# Picture of a white flower



## Silvan (Mar 11, 2012)

hi all, 
I've been trying to take a picture of my phrag Sedenii, and the flower is always blurry.. I was wondering if anyone had any trick to take a decent picture of a white flower.. Thanks


----------



## SlipperFan (Mar 11, 2012)

"Blurry" can mean a number of things, but I'm guessing it looks blurry because it is overexposed. Assuming the flower isn't moving and you aren't too close to it in order for the lens to focus properly, try setting your exposure by putting your hand close by the flower, focus on it and hold that focus/exposure while you take your hand away and aim toward the flower. A tripod will help in any case.


----------



## Silvan (Mar 11, 2012)

I meant blurry like that ...





Uploaded with ImageShack.us


----------



## NYEric (Mar 11, 2012)

I can tell you need a darker background!


----------



## Erythrone (Mar 11, 2012)

Eric means you should put the plant on the stove like he does when he takes pics!


----------



## SlipperFan (Mar 11, 2012)

That kind of blurry is because your camera isn't focusing on the flower -- it is too close to the lens.


----------



## Erythrone (Mar 11, 2012)

The focus seems to be on the base of the stem.
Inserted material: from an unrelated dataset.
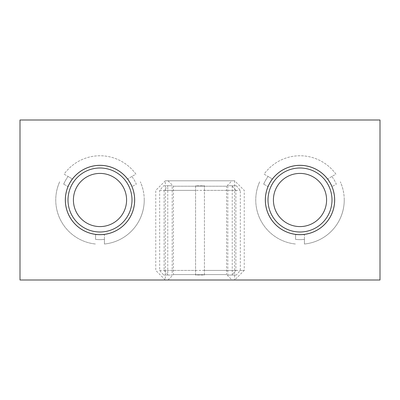 <?xml version="1.0" encoding="UTF-8"?>
<svg xmlns="http://www.w3.org/2000/svg" width="400" height="400" viewBox="0 0 400 400"><rect width="100%" height="100%" fill="white"/><g stroke="black" fill="none" stroke-linecap="round" stroke-linejoin="round"><path stroke-width="0.3" stroke-dasharray="2 1.5" d="M165.36 280L234.64 280L165.36 280L165.36 180.8L234.64 180.8L165.36 180.8M265.36 200A34.64 34.64 0 0 0 300 234.64A34.64 34.64 0 0 0 334.64 200A34.64 34.64 0 0 0 300 165.36A34.64 34.64 0 0 0 265.36 200M65.36 200A34.64 34.64 0 0 0 100 234.64A34.64 34.64 0 0 0 134.64 200A34.64 34.64 0 0 0 100 165.36A34.64 34.64 0 0 0 65.36 200M20 120L20 280L380 280L380 120L20 120M63.68 184.14L67.76 186.495L72.185 178.835L67.76 186.495L63.68 184.14A39.63 39.63 0 0 1 68.105 176.475L72.185 178.835L68.105 176.475A39.63 39.63 0 0 0 63.68 184.14M64.09 174.16L68.105 176.475L64.09 174.16A44.24 44.24 0 0 1 135.91 174.16L131.895 176.475A39.63 39.63 0 0 1 136.32 184.14L132.24 186.495L127.815 178.835L132.24 186.495L136.32 184.14A39.63 39.63 0 0 0 131.895 176.475L135.91 174.16A44.24 44.24 0 0 0 64.09 174.16M144.24 200A44.24 44.24 0 0 0 140.335 181.82A44.24 44.24 0 0 1 104.425 244.02L104.425 239.385A39.63 39.63 0 0 1 95.575 239.385L95.575 234.67L104.425 234.67L95.575 234.67L95.575 239.385A39.63 39.63 0 0 0 104.425 239.385L104.425 244.02A44.24 44.24 0 0 0 144.24 200M134.67 200A34.67 34.67 0 0 0 100 165.33A34.67 34.67 0 0 0 65.33 200A34.67 34.67 0 0 0 100 234.67A34.67 34.67 0 0 0 134.67 200M59.665 181.82A44.24 44.24 0 0 0 95.575 244.02A44.24 44.24 0 0 1 59.665 181.82M131.895 176.475L127.815 178.835L131.895 176.475M104.425 239.385L104.425 234.67L104.425 239.385M73.41 200A26.59 26.59 0 0 0 100 226.59A26.59 26.59 0 0 0 126.59 200A26.59 26.59 0 0 0 100 173.41A26.59 26.59 0 0 0 73.41 200M132 200A32 32 0 0 0 100 168A32 32 0 0 0 68 200A32 32 0 0 0 100 232A32 32 0 0 0 132 200M263.68 184.14L267.76 186.495L272.185 178.835L267.76 186.495L263.68 184.14A39.63 39.63 0 0 1 268.105 176.475L272.185 178.835L268.105 176.475A39.63 39.63 0 0 0 263.68 184.14M264.09 174.16L268.105 176.475L264.09 174.16A44.24 44.24 0 0 1 335.91 174.16L331.895 176.475A39.63 39.63 0 0 1 336.32 184.14L332.24 186.495L327.815 178.835L332.24 186.495L336.32 184.14A39.63 39.63 0 0 0 331.895 176.475L335.91 174.16A44.24 44.24 0 0 0 264.09 174.16M344.24 200A44.24 44.24 0 0 0 340.335 181.82A44.24 44.24 0 0 1 304.425 244.02L304.425 239.385A39.63 39.63 0 0 1 295.575 239.385L295.575 234.67L304.425 234.67L295.575 234.67L295.575 239.385A39.63 39.63 0 0 0 304.425 239.385L304.425 244.02A44.24 44.24 0 0 0 344.24 200M334.67 200A34.67 34.67 0 0 0 300 165.33A34.67 34.67 0 0 0 265.33 200A34.67 34.67 0 0 0 300 234.67A34.67 34.67 0 0 0 334.67 200M259.665 181.82A44.24 44.24 0 0 0 295.575 244.02A44.24 44.24 0 0 1 259.665 181.82M331.895 176.475L327.815 178.835L331.895 176.475M304.425 239.385L304.425 234.67L304.425 239.385M273.41 200A26.59 26.59 0 0 0 300 226.59A26.59 26.59 0 0 0 326.59 200A26.59 26.59 0 0 0 300 173.41A26.59 26.59 0 0 0 273.41 200M332 200A32 32 0 0 0 300 168A32 32 0 0 0 268 200A32 32 0 0 0 300 232A32 32 0 0 0 332 200M163.68 185.76L168.105 185.76L164.09 190.37L164.09 270.43L168.105 275.04L163.68 275.04L159.665 270.43L159.665 190.37L163.68 185.76L172.185 185.76L172.185 275.04L167.76 275.04L167.76 185.76M163.68 275.04L167.76 275.04M168.105 185.76L172.185 185.76M168.105 275.04L172.185 275.04M235.91 190.37L231.895 185.76L236.32 185.76L240.335 190.37L240.335 270.43L236.32 275.04L231.895 275.04L235.91 270.43L235.91 190.37L164.09 190.37M204.425 190.37L204.425 185.76L195.575 185.76L195.575 275.04L204.425 275.04L204.425 190.37L240.335 190.37M204.425 270.43L244.24 270.43L244.24 190.37L234.67 180.8L165.33 180.8L234.67 180.8M159.665 190.37L195.575 190.37M235.91 270.43L164.09 270.43M159.665 270.43L195.575 270.43M231.895 275.04L227.815 275.04L227.815 185.76L232.24 185.76L232.24 275.04L227.815 275.04M231.895 185.76L227.815 185.76M236.32 185.76L232.24 185.76M236.32 275.04L232.24 275.04M234.67 280L165.33 280L234.67 280L244.24 270.43L240.335 270.43M204.425 275.04L204.425 185.76L195.575 185.76L195.575 275.04L204.425 275.04M232 180.8L168 180.8L232 180.8L226.59 186.21L173.41 186.21L226.59 186.21L226.59 274.59L173.41 274.59L226.59 274.59L232 280L168 280L232 280M234.64 180.8L234.64 280M165.33 180.8L155.76 190.37L155.76 270.43L165.33 280M168 280L173.41 274.59L173.41 186.21L168 180.8"/><path stroke-width="0.6" d="M265.36 200A34.64 34.64 0 0 1 300 165.36A34.64 34.64 0 0 1 334.64 200A34.64 34.64 0 0 1 300 234.64A34.64 34.64 0 0 1 265.36 200M65.36 200A34.64 34.64 0 0 1 100 165.36A34.64 34.64 0 0 1 134.64 200A34.64 34.64 0 0 1 100 234.64A34.64 34.64 0 0 1 65.36 200M20 280L20 120L380 120L380 280L20 280M73.41 200A26.59 26.59 0 0 0 100 226.59A26.59 26.59 0 0 0 126.59 200A26.59 26.59 0 0 0 100 173.41A26.59 26.59 0 0 0 73.41 200M132 200A32 32 0 0 1 100 232A32 32 0 0 1 68 200A32 32 0 0 1 100 168A32 32 0 0 1 132 200M65.33 200A34.67 34.67 0 0 0 100 234.67A34.67 34.67 0 0 0 134.67 200A34.67 34.67 0 0 0 100 165.33A34.67 34.67 0 0 0 65.33 200M273.41 200A26.59 26.59 0 0 0 300 226.59A26.59 26.59 0 0 0 326.59 200A26.59 26.59 0 0 0 300 173.41A26.59 26.59 0 0 0 273.41 200M332 200A32 32 0 0 1 300 232A32 32 0 0 1 268 200A32 32 0 0 1 300 168A32 32 0 0 1 332 200M265.33 200A34.67 34.67 0 0 0 300 234.67A34.67 34.67 0 0 0 334.67 200A34.67 34.67 0 0 0 300 165.33A34.67 34.67 0 0 0 265.33 200"/></g></svg>

Is the autofocus OK when you shoot? Maybe the camera is unable to focus on the subject. It happens sometimes when there is not enough contrast or in low light. Or as Dot said when you are too close.


----------



## Silvan (Mar 11, 2012)

Thanks, for the infos.. it was in the afternoon as I find the light around that time makes the colors pop out ..I'll try a darker background and pull aways from the flower..'cause yur right the lens seems to be focussing on the stem.
But is it particular for white flowers to need to get further from the flower to get a nicer focus? (not sure how to say it in english) ..I'm asking because the closer I get to the besseae flavum the better the flower pops out ..





Uploaded with ImageShack.us

I just noticed on that pic that the stem is blurry, compared to the sedenii one...


----------



## Erythrone (Mar 12, 2012)

IMO it is not because it is a white flower but because the camera is unable to recognize the subject (not enough contrast or something else. Something, the subject is too complicated. To much details. It is not the case here). 

Can you select just one "collimateur" on your camera?

Are you able to set the focus yourself with your camera (manual mode of lens)?

You can also do the focus just beside the flower on another object. 

I don't know how to say all those things in English. Dot will be better than me.


----------



## NYEric (Mar 12, 2012)

Erythrone said:


> Eric means you should put the plant on the stove like he does when he takes pics!


 Wow! BTW, I dont do that anymore; no room on the stove.


----------



## SlipperFan (Mar 12, 2012)

Erythrone said:


> IMO it is not because it is a white flower but because the camera is unable to recognize the subject (not enough contrast or something else. Something, the subject is too complicated. To much details. It is not the case here).
> 
> Can you select just one "collimateur" on your camera?
> 
> ...


Actually, you did quite well.

Silvan, if you look at your yellow besseae closely, you'll notice that the petals are quite sharp, but the back of the pouch is a little blurry. You might be able to overcome that if you can change your aperture to a smaller size (e.g., f/ll is a smaller size than f/8. Otherwise, you should back off just a little more. What you have here is a case of shallow depth-of-field. The closer you are to a subject, the shallower the D/F will be at any given aperture. That's why backing off just a little more may help.

Erythrone's statement about focusing on something beside the flower is similar to my suggestion about placing your hand beside the flower, focusing on that, then hold the focus/exposure setting while you aim back at the flower. 

At any rate, you have improved -- the besseae is much better than the Sedenii.


----------